Instantly, he stifled it. The light did not come during the day, apparently being rendered ineffective by the sun, but there had been other things out there and he wasn’t so sure that they were particularly nocturnal.

He thought that this pitiful ruin must have been a boy. He was, at most, fifteen or sixteen, and he had been horrifically mutilated. His lips were gone, his mouth open and his tongue removed. His eyes had been gouged out, and his lower body was bloody. Martin didn’t examine him too closely, but it looked as if he had been castrated, too.

He forced himself to open the shirt, to look for the familiar mole that would mean he had found his son.

The cool gray skin was unblemished.

Martin stood up and ran a short distance, then came back and picked the poor kid up, and carried him in his arms. He carried him across a field and into an empty farmyard, and put him down in a porch swing.

“Hey! Anybody home? Hey!”

Not a sound. He went inside and found eggs in the fridge, and cracked six of them raw into his mouth. He also ate cheese and crunched into a head of lettuce. He drank warm grapefruit juice that nearly made him puke.

Then he went on, walking until the sun was high and warm, and the gladness that it brings even to the most oppressed human heart made him close his eyes and lift his face to it. “Lucky old sun,” he said.

Whereupon he found his truck…which he had left running. He jumped in and pulled the key out.

He’d damn well burned out all his gas, damned fool that he was. Fool!

Well, not quite all. There was a hairline between the edge of the gauge and the red line, so there was still a mile or so in it.

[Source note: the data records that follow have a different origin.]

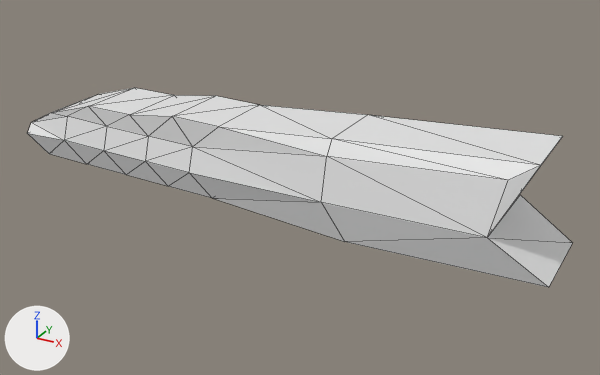
Before and after pictures for a commit that changed the OBJ model resources/enemy/LeftDownArm.obj.
The view is the same before and after, from a 50 mm lens placed at (-0.544, -1.151, 3.292), pointed at (-1.069, -0.197, 2.815). The lights are fixed; the arrows at lower left show +X, +Y and +Z. Mesh edges are drawn as thin lines. Where no turn or scale is listed for an object, it has been applied to the vertices.

The first picture shows '立方体.001'.
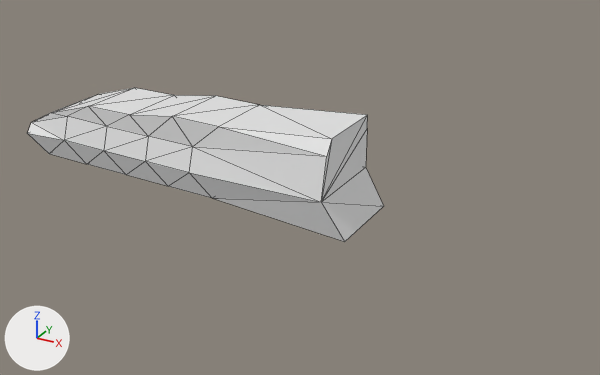
The newer file is also turned or shifted as a whole; pictures and numbers use the older file's frame.

Where the change shows, as pixel boxes (x1, y1, x2, y2) in the pictures (600 x 375 px):
```json
{"object": "立方体.001", "change": "reshaped", "before": [27, 88, 572, 287], "after": [27, 88, 383, 242], "on screen": "35% narrower, 22% shorter"}
{"part": 1, "of": "me_立方体_001", "change": "cut back", "before": [321, 115, 572, 287], "after": [321, 115, 383, 241]}
```

The change, as JSON lines over the scene's bpy script:
```json
{"block": "me_立方体_001", "where": "# used by ob_立方体_001; location = (0.0, 0.0, 0.0)"}
{"op": "remove", "block": "me_立方体_001", "code": "me_立方体_001.from_pydata(...)  # 56 vertices, 108 faces; spans x -1.539..-0.698, y -0.274..-0.131, z 2.782..2.932"}
{"op": "add", "block": "me_立方体_001", "code": "me_立方体_001.from_pydata(...)  # 48 vertices, 92 faces; spans x -1.539..-0.966, y -0.271..-0.131, z 2.782..2.917"}
{"block": "me_立方体_001", "change": "me_立方体_001 part 1"}
{"block": "me_立方体_001", "change": "8 vertices are removed from x -0.773..-0.698, y -0.274..-0.131, z 2.789..2.932"}
{"block": "me_立方体_001", "change": "22 faces are deleted"}
{"block": "me_立方体_001", "change": "6 new faces join them"}
```
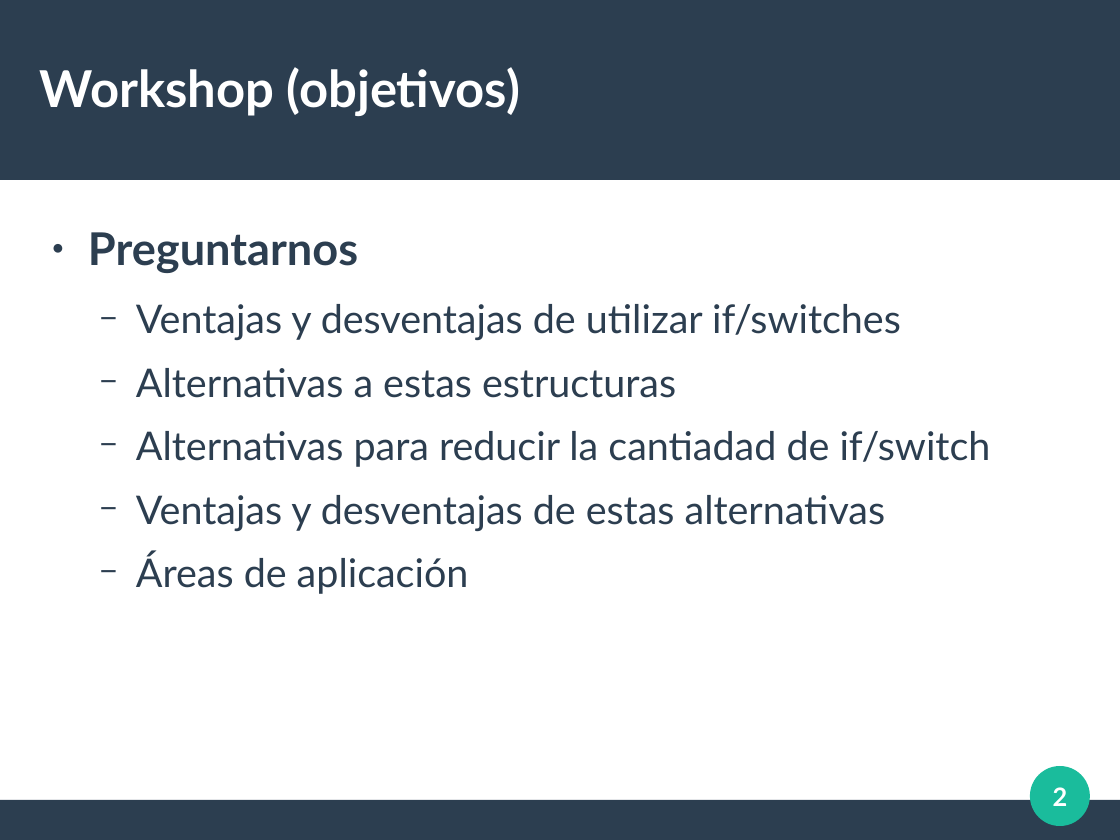
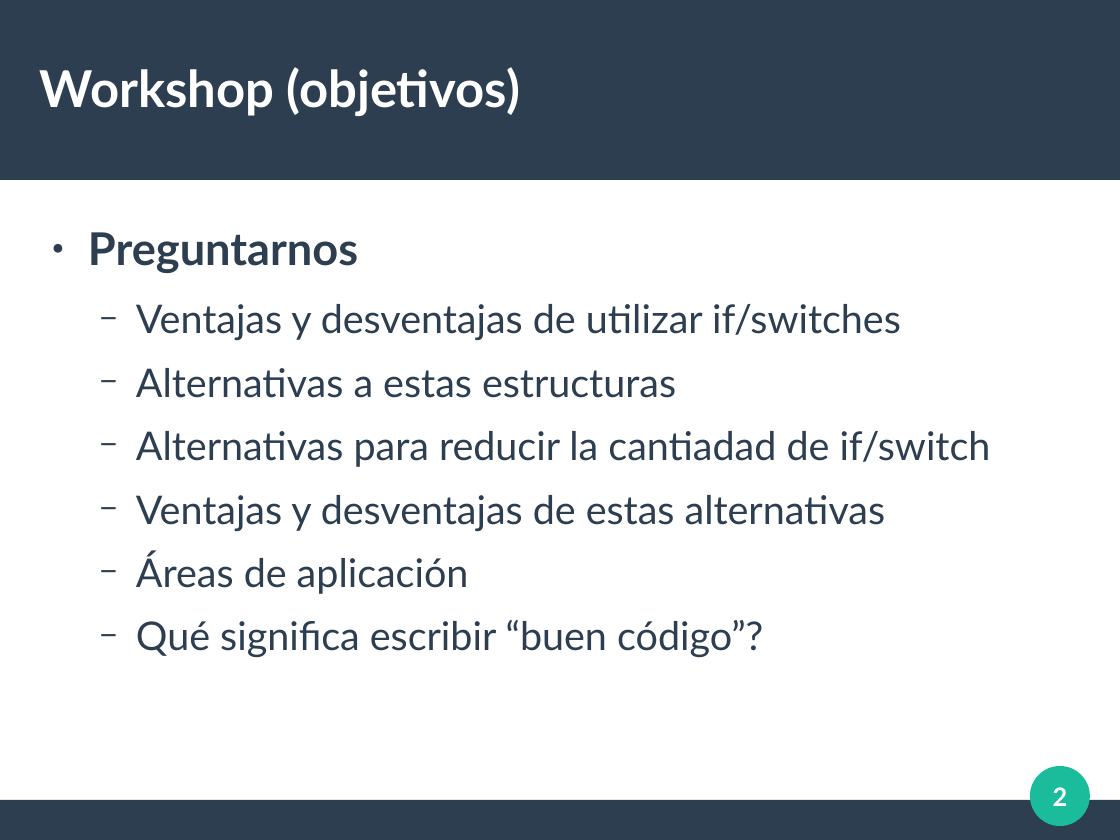
Before and after one commit to MLFedeB/charla_banode_poo, a slide deck: slide 2 of docs/ppt.odp. Drawn at 1120x840 pixels with LibreOffice and Linux fonts; fonts in the diff are those of the drawing. Boxes give left, top, right and bottom in pixels: in the first picture for what was removed or moved away, otherwise in the second. Text is boxed around its words. In the diff, an @@ line names an element or a change of style, - is before the commit and + after.

```diff
--- a/docs/ppt.odp
+++ b/docs/ppt.odp
@@ text at box(136, 620, 763, 657): paragraph added @@
+  − Qué significa escribir “buen código”?
```
Also in this commit, not shown: 1 other slide changed, 1 other file.

He walked back to the farm, but this was a hobby place, there was no gas tank here. Returning to the jeep, he got in and started it. He headed back toward Harrow, and had the town in sight when he ran out of gas.

He never passed Dennis Farm, but he’d been looking for it. Never saw a trace of it, must have been too far east of it, he figured.

He walked for half an hour, finally crossing the last field and climbing a final fence. Then he was in a backyard. He went down the driveway beside the house and into the dead-empty streets. A flicker of curtain in this house or that was the only indication of life here.

He was passing the bank when a familiar car pulled alongside him.